Raising prices is a difficult process for many small businesses. Every increase potentially makes them less competitive, and raises the possibility that customers might go elsewhere.

Some “start to think you’re gouging them. They start to look for other people” to do the job, Greco said.

But a big consolation for Greco and many other owners is that their customers generally understand the situation, and don’t gripe too much about the increases. “Most of our clients are saying, Joe, there’s nothing you can do, and nothing we can do,” he said.

Small businesses are particularly vulnerable to inflation because they lack the economy of scale of larger companies.

Brian Eberle said the rising cost of fuel is the biggest problem for his New York-based recycled office furniture business, Green Office Systems, forcing him to pass on delivery surcharges to customers.

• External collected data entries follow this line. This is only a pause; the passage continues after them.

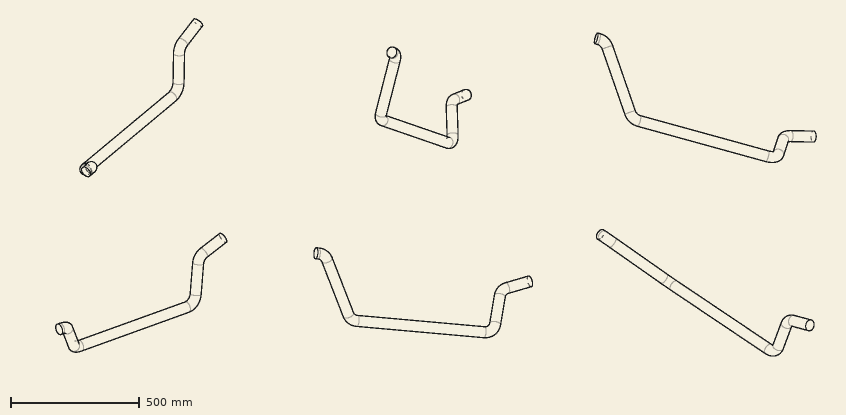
import cadquery as cq
import math

bar_diameter = 44.0
bend_radius = 50.0

front_stub = 37.5
slope_side = 169.0
slope_run = 175.0
slope_drop = 214.5
level_length = 600.5
riser_side = 29.0
riser_run = 42.0
riser_height = 183.2
end_leg_length = 130.0
end_leg_angle = math.radians(20)

legs = [
    cq.Vector(0, front_stub, 0),
    cq.Vector(-slope_side, slope_run, -slope_drop),
    cq.Vector(0, level_length, 0),
    cq.Vector(-riser_side, riser_run, riser_height),
    cq.Vector(0, end_leg_length * math.cos(end_leg_angle), end_leg_length * math.sin(end_leg_angle)),
]


def bend_points(corner, incoming, outgoing):
    """Start, middle and end of the arc that rounds one corner of the centreline."""
    arriving = incoming.normalized()
    leaving = outgoing.normalized()
    half_turn = arriving.getAngle(leaving) / 2
    setback = bend_radius * math.tan(half_turn)
    corner_to_arc = bend_radius / math.cos(half_turn) - bend_radius
    inward = (leaving - arriving).normalized()
    return corner - arriving * setback, corner + inward * corner_to_arc, corner + leaving * setback


def bent_centreline():
    """Straight runs joined by tangent arcs, from the front face to the rear face."""
    edges = []
    run_start = cq.Vector(0, 0, 0)
    corner = run_start
    for incoming, outgoing in zip(legs, legs[1:]):
        corner = corner + incoming
        arc_start, arc_middle, arc_end = bend_points(corner, incoming, outgoing)
        edges.append(cq.Edge.makeLine(run_start, arc_start))
        edges.append(cq.Edge.makeThreePointArc(arc_start, arc_middle, arc_end))
        run_start = arc_end
    edges.append(cq.Edge.makeLine(run_start, corner + legs[-1]))
    return cq.Wire.assembleEdges(edges)


front_face = cq.Workplane("XZ").circle(bar_diameter / 2)
result = front_face.sweep(cq.Workplane(obj=bent_centreline()))

“They completely understand it,” he said of customers, and estimated that only about 2 percent of them complain about the added costs.

But there can be a flip side to that understanding — many customers are taking longer to pay those higher bills. That eats into cash flow, and Greco said that means he sometimes needs to pay his bills with credit cards.

“I’m losing a lot of sleep — I wake up thinking about it,” Greco said.

While raising prices does make individual business owners nervous, particularly if they’re in a highly competitive industry, economists say companies overall do have room to nudge their prices higher.

“The only thing that gives you pricing power is strong demand,” said William Dunkelberg, chief economist with the National Federation of Independent Business, a Washington D.C.-based advocacy group. “Demand is strong, so you can raise your prices. You might lose a customer or two, but I don’t know where they’re going to go because everyone has the same price.”

The recruiting business does well when the economy is stronger, Drum said, because executives command higher salaries and so recruiters’ fees, which are a percentage of those salaries, go up. But if the economy slows and inflation rises, “we end up paying more for stuff and doing less business,” he said.

The NFIB, which each month surveys the small businesses that comprise its membership, has reported an upward trend in the number of companies raising their prices or reporting plans to raise prices. In April, 26 percent of the respondents said they raised their prices, up 9 percentage points from March. Price increases were particularly prevalent in the construction industry, where a surge in raw materials costs prompted 45 percent of the surveyed companies to raise their prices.

Business owners naturally look to cut costs wherever they can in hopes of avoiding price increases. Drum said his company is cutting back on travel plans.

But there are limits to how much they can cut. As Greco put it, “we do what we can internally, but at what point does that change, because everything we buy is going up.”